Task description —
Return, exactly as written, every line from the first line of the data below through the line that contains "RIM_RADIUS = 89.0".

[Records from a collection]
+++
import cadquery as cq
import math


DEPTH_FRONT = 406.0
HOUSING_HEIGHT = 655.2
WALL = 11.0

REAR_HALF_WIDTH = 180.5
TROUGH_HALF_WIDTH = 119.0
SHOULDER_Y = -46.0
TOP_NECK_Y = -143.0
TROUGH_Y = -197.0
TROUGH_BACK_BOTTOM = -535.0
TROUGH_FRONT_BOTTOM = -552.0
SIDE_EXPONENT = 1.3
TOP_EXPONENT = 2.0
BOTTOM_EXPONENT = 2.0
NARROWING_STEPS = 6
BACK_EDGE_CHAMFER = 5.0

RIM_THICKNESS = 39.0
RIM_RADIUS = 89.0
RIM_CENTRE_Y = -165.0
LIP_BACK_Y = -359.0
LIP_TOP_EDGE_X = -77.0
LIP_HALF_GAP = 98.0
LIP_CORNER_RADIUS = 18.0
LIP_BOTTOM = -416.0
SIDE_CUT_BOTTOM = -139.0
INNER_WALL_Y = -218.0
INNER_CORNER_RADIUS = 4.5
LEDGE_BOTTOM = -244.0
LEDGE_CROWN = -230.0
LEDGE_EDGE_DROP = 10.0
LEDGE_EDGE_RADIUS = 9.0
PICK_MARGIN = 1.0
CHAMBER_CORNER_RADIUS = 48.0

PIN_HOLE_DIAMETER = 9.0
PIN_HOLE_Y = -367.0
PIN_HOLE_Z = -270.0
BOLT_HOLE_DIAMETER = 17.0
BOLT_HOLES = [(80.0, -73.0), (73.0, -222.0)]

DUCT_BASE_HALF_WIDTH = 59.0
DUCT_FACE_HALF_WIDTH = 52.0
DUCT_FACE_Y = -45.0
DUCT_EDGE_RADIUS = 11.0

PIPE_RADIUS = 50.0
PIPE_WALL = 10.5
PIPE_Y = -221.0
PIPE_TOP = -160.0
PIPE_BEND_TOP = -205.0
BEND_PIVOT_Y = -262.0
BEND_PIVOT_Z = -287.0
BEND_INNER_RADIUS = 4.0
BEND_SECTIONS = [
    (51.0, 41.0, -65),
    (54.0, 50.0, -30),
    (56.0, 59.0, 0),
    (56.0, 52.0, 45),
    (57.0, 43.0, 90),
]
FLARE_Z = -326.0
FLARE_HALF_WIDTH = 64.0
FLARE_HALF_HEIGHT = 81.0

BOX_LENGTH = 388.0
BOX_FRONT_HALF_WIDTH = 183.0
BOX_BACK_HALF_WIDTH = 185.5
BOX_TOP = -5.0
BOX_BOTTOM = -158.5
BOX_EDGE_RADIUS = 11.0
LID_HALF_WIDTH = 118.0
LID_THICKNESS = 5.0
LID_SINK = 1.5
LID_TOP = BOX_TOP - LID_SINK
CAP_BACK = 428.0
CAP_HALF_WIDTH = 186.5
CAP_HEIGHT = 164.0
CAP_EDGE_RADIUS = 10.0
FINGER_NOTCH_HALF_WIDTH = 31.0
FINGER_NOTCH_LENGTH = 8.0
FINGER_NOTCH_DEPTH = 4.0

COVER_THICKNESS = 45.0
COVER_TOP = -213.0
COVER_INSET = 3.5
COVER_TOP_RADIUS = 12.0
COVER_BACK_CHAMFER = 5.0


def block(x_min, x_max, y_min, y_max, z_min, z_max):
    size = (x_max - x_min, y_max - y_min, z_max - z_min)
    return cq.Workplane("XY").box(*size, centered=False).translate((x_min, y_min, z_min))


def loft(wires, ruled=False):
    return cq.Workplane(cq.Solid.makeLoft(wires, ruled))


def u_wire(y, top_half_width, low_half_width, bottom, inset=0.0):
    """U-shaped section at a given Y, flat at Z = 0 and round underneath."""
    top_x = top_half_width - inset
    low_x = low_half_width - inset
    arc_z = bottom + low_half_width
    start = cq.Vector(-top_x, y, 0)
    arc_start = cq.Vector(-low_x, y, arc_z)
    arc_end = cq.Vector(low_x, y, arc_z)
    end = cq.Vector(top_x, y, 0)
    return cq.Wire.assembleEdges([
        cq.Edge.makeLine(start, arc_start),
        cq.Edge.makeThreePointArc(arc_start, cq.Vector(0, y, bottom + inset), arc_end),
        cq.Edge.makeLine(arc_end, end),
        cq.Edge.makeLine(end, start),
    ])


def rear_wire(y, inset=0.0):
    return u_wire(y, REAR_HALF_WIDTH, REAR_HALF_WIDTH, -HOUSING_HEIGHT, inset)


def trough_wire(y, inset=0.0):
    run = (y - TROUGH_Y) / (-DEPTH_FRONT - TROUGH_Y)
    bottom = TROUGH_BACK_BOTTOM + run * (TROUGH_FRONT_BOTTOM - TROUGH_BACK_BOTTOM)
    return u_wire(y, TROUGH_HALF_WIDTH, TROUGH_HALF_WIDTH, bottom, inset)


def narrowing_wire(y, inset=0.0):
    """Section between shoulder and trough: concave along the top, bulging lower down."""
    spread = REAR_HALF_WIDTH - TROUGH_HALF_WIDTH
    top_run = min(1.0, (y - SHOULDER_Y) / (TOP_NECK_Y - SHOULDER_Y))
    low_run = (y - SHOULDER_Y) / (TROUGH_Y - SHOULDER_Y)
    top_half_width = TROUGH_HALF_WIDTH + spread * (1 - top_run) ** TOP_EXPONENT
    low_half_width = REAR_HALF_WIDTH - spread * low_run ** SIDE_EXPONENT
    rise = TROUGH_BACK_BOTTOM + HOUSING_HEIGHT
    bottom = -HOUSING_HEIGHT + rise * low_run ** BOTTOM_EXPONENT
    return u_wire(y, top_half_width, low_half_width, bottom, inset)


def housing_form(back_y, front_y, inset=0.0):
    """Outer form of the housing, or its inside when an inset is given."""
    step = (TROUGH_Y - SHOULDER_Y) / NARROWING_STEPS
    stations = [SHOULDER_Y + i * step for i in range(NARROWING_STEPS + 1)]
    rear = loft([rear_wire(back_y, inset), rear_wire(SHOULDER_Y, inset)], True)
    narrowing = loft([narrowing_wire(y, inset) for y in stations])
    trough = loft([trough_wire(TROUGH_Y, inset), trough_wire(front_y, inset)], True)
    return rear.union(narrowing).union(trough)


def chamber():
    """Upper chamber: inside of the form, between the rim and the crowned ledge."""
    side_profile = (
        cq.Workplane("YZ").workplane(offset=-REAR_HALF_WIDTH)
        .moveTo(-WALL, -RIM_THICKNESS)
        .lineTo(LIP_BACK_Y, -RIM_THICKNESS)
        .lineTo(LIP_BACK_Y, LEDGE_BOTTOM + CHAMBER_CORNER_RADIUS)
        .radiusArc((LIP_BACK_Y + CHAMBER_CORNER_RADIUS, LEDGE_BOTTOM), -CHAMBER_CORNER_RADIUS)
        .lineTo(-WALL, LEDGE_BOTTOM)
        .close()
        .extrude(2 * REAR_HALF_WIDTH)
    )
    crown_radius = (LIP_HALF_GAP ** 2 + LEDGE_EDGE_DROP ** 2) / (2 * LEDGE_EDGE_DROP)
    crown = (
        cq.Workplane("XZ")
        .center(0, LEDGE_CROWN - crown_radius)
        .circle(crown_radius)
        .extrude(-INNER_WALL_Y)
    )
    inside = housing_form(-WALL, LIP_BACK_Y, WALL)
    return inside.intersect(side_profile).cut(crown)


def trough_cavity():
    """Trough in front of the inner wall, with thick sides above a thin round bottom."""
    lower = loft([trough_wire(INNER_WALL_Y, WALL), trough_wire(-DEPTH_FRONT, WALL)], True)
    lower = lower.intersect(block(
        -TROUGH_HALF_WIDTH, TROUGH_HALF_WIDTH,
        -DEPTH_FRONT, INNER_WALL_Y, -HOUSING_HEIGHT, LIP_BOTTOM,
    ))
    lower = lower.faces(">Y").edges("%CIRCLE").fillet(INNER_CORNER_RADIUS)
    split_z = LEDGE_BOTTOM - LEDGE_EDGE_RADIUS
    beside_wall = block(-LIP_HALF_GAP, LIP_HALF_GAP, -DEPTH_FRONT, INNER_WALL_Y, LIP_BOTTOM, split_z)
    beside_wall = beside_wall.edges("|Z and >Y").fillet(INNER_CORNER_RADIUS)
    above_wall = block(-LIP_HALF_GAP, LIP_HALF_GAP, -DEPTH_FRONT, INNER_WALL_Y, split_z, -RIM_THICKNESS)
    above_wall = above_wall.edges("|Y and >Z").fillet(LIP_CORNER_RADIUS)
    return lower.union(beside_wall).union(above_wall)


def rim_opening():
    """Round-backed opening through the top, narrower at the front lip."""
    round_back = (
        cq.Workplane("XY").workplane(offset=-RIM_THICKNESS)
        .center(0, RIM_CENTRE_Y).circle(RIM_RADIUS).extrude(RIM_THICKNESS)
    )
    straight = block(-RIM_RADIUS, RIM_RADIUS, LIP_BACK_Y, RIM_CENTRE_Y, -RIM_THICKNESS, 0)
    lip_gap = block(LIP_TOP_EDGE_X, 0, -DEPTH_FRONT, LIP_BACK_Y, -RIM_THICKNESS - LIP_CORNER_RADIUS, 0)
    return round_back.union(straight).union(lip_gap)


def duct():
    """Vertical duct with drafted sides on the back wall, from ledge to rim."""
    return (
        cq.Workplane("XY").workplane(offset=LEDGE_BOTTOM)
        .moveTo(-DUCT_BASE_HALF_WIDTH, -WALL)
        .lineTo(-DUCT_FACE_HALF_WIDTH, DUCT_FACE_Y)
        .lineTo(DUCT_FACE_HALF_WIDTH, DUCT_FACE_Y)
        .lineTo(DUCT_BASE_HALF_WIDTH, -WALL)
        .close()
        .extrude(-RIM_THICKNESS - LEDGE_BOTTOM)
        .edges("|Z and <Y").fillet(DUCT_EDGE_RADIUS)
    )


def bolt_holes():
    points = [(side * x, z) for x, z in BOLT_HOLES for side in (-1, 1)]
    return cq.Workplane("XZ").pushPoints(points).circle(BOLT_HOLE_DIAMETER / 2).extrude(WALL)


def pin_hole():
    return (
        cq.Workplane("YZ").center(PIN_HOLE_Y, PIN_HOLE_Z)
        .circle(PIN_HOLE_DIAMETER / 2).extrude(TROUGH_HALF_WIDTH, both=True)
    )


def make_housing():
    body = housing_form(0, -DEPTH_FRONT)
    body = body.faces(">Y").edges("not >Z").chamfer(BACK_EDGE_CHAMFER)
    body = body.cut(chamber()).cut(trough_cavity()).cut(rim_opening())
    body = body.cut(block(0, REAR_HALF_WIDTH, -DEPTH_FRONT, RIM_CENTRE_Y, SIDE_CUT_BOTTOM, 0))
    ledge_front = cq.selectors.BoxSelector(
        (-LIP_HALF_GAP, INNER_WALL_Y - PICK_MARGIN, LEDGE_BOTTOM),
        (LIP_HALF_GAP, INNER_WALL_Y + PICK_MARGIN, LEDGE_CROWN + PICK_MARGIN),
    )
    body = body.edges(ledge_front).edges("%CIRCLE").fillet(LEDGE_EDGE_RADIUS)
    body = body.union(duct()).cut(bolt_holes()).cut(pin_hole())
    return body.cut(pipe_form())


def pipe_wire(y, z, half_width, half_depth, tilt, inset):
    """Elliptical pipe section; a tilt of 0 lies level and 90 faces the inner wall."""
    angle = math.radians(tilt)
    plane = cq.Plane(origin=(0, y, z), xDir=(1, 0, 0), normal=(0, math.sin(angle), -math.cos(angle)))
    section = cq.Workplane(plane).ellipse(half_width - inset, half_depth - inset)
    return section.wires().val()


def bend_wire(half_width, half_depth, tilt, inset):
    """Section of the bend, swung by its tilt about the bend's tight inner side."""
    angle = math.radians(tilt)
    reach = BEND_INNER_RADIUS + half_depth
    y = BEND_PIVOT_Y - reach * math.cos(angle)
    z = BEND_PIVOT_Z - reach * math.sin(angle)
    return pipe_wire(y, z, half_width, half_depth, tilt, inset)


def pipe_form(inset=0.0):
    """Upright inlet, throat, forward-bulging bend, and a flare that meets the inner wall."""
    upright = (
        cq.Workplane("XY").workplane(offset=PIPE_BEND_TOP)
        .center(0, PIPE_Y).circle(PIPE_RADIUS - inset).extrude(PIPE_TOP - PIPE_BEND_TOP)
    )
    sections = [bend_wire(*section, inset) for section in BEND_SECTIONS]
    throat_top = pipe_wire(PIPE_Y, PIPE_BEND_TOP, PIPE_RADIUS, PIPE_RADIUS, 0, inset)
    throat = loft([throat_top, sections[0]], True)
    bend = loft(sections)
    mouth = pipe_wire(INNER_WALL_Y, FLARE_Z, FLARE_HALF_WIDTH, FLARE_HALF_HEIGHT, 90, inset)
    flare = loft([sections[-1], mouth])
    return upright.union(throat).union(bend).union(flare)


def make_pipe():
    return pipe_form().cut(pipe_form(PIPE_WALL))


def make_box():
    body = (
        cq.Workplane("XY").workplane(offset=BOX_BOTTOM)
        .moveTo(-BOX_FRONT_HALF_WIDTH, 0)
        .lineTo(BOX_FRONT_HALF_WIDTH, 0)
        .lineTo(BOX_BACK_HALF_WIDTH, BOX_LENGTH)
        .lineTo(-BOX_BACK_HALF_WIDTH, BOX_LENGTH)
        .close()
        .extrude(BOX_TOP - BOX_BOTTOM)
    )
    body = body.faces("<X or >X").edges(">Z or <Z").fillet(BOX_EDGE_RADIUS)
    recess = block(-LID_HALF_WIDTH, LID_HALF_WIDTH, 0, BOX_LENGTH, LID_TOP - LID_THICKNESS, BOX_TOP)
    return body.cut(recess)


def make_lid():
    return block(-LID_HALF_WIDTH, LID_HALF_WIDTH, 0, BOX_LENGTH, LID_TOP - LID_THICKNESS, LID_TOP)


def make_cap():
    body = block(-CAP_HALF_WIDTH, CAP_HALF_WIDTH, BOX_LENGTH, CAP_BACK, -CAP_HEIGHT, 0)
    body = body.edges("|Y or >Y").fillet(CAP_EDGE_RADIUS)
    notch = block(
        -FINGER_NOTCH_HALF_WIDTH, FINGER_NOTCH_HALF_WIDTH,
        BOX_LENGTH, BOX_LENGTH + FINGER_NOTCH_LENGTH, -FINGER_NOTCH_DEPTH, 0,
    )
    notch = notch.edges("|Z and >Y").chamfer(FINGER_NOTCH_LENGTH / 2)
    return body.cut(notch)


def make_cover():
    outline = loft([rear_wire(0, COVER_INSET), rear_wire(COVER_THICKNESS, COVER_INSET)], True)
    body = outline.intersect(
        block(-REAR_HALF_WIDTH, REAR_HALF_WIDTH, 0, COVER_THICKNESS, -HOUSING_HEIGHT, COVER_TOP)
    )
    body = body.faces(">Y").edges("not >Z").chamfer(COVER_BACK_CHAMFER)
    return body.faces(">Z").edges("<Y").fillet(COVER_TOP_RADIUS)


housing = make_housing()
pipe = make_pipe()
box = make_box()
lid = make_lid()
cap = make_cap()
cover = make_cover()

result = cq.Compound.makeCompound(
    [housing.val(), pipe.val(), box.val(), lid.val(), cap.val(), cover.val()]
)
+++
Solved exercise —
import cadquery as cq
import math


DEPTH_FRONT = 406.0
HOUSING_HEIGHT = 655.2
WALL = 11.0

REAR_HALF_WIDTH = 180.5
TROUGH_HALF_WIDTH = 119.0
SHOULDER_Y = -46.0
TOP_NECK_Y = -143.0
TROUGH_Y = -197.0
TROUGH_BACK_BOTTOM = -535.0
TROUGH_FRONT_BOTTOM = -552.0
SIDE_EXPONENT = 1.3
TOP_EXPONENT = 2.0
BOTTOM_EXPONENT = 2.0
NARROWING_STEPS = 6
BACK_EDGE_CHAMFER = 5.0

RIM_THICKNESS = 39.0
RIM_RADIUS = 89.0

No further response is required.